# Aim of the exercise:
The full listing, returned exactly and free of pictures, is the expected answer.
**********
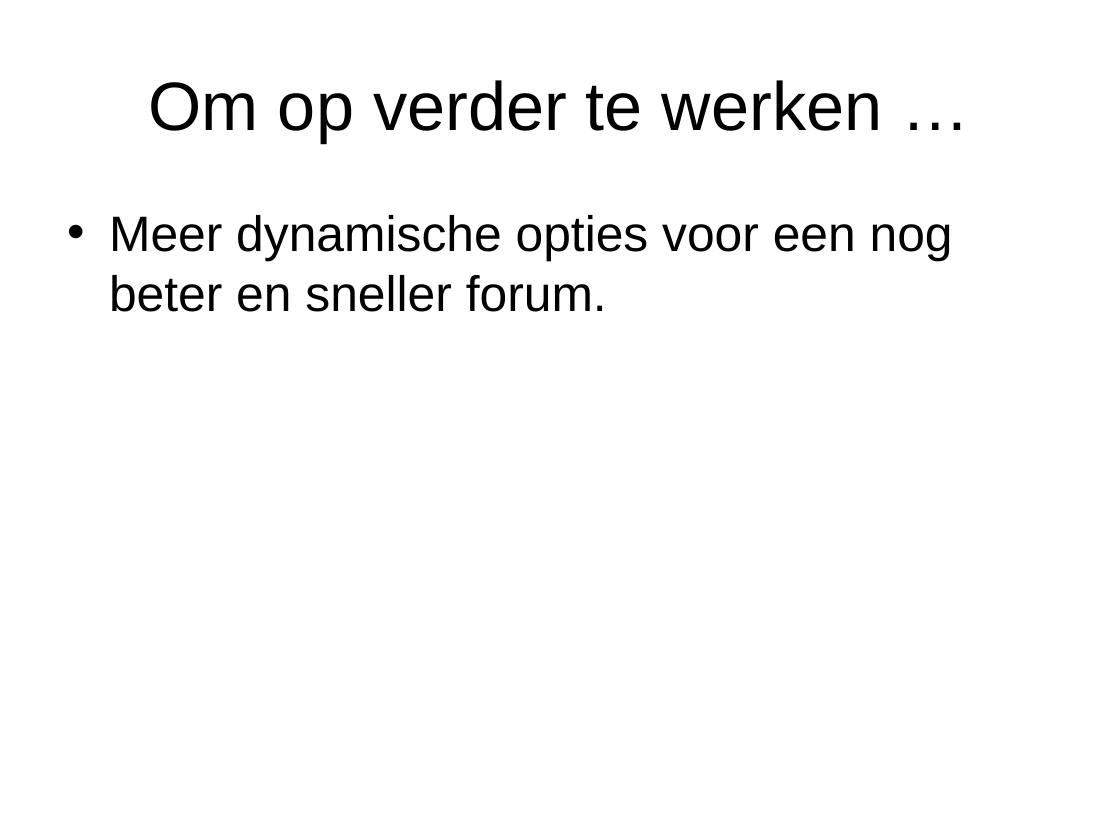
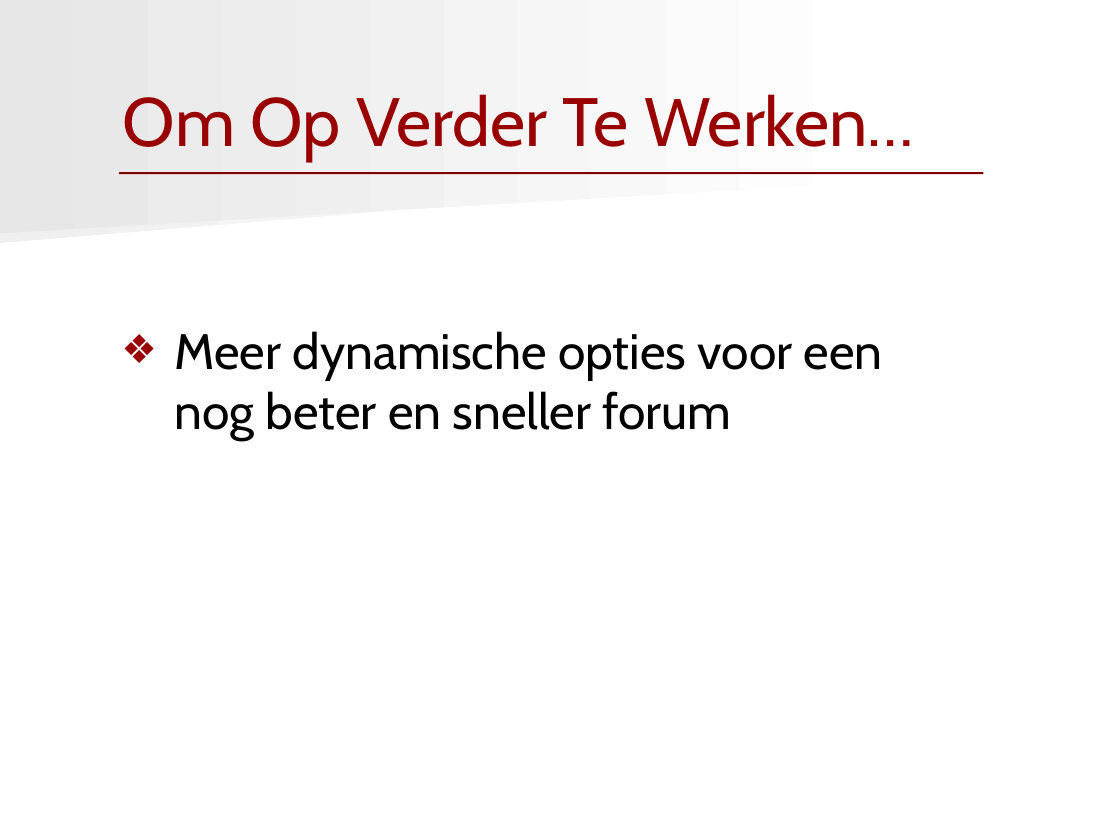
Before and after one commit to jroeting/RodaSupportForum, a slide deck: slide 13 of documents/RodaPresentatie.ppt. Drawn at 1120x840 pixels with LibreOffice and Linux fonts; fonts in the diff are those of the drawing. Boxes give left, top, right and bottom in pixels: in the first picture for what was removed or moved away, otherwise in the second. Text is boxed around its words. In the diff, an @@ line names an element or a change of style, - is before the commit and + after.

```diff
--- a/documents/RodaPresentatie.ppt
+++ b/documents/RodaPresentatie.ppt
@@ freeform shape added at bbox=[0, 0, 887, 233], fill gradient #FFFFFF to #E6E6E6 @@
@@ freeform shape added at bbox=[0, 113, 872, 242], fill gradient #FFFFFF to #EFEFEF @@
@@ title at bbox=[123, 94, 914, 162]: text changed; font Arial to Cabin; text colour #000000 to #990000 @@
-Om op verder te werken …
+Om Op Verder Te Werken…
@@ line added from (119, 174) to (983, 174), #800000 1.25 pt @@
@@ text at bbox=[174, 331, 883, 439]: text changed; font Arial to Cabin @@
-• Meer dynamische opties voor een nog beter en sneller forum.
+❖ Meer dynamische opties voor een
+  nog beter en sneller forum
```
Also in this commit, not shown: 14 other slides changed, 1 other file.
**********
# Answer below:
Before and after one commit to jroeting/RodaSupportForum, a slide deck: slide 13 of documents/RodaPresentatie.ppt. Drawn at 1120x840 pixels with LibreOffice and Linux fonts; fonts in the diff are those of the drawing. Boxes give left, top, right and bottom in pixels: in the first picture for what was removed or moved away, otherwise in the second. Text is boxed around its words. In the diff, an @@ line names an element or a change of style, - is before the commit and + after.

```diff
--- a/documents/RodaPresentatie.ppt
+++ b/documents/RodaPresentatie.ppt
@@ freeform shape added at bbox=[0, 0, 887, 233], fill gradient #FFFFFF to #E6E6E6 @@
@@ freeform shape added at bbox=[0, 113, 872, 242], fill gradient #FFFFFF to #EFEFEF @@
@@ title at bbox=[123, 94, 914, 162]: text changed; font Arial to Cabin; text colour #000000 to #990000 @@
-Om op verder te werken …
+Om Op Verder Te Werken…
@@ line added from (119, 174) to (983, 174), #800000 1.25 pt @@
@@ text at bbox=[174, 331, 883, 439]: text changed; font Arial to Cabin @@
-• Meer dynamische opties voor een nog beter en sneller forum.
+❖ Meer dynamische opties voor een
+  nog beter en sneller forum
```
Also in this commit, not shown: 14 other slides changed, 1 other file.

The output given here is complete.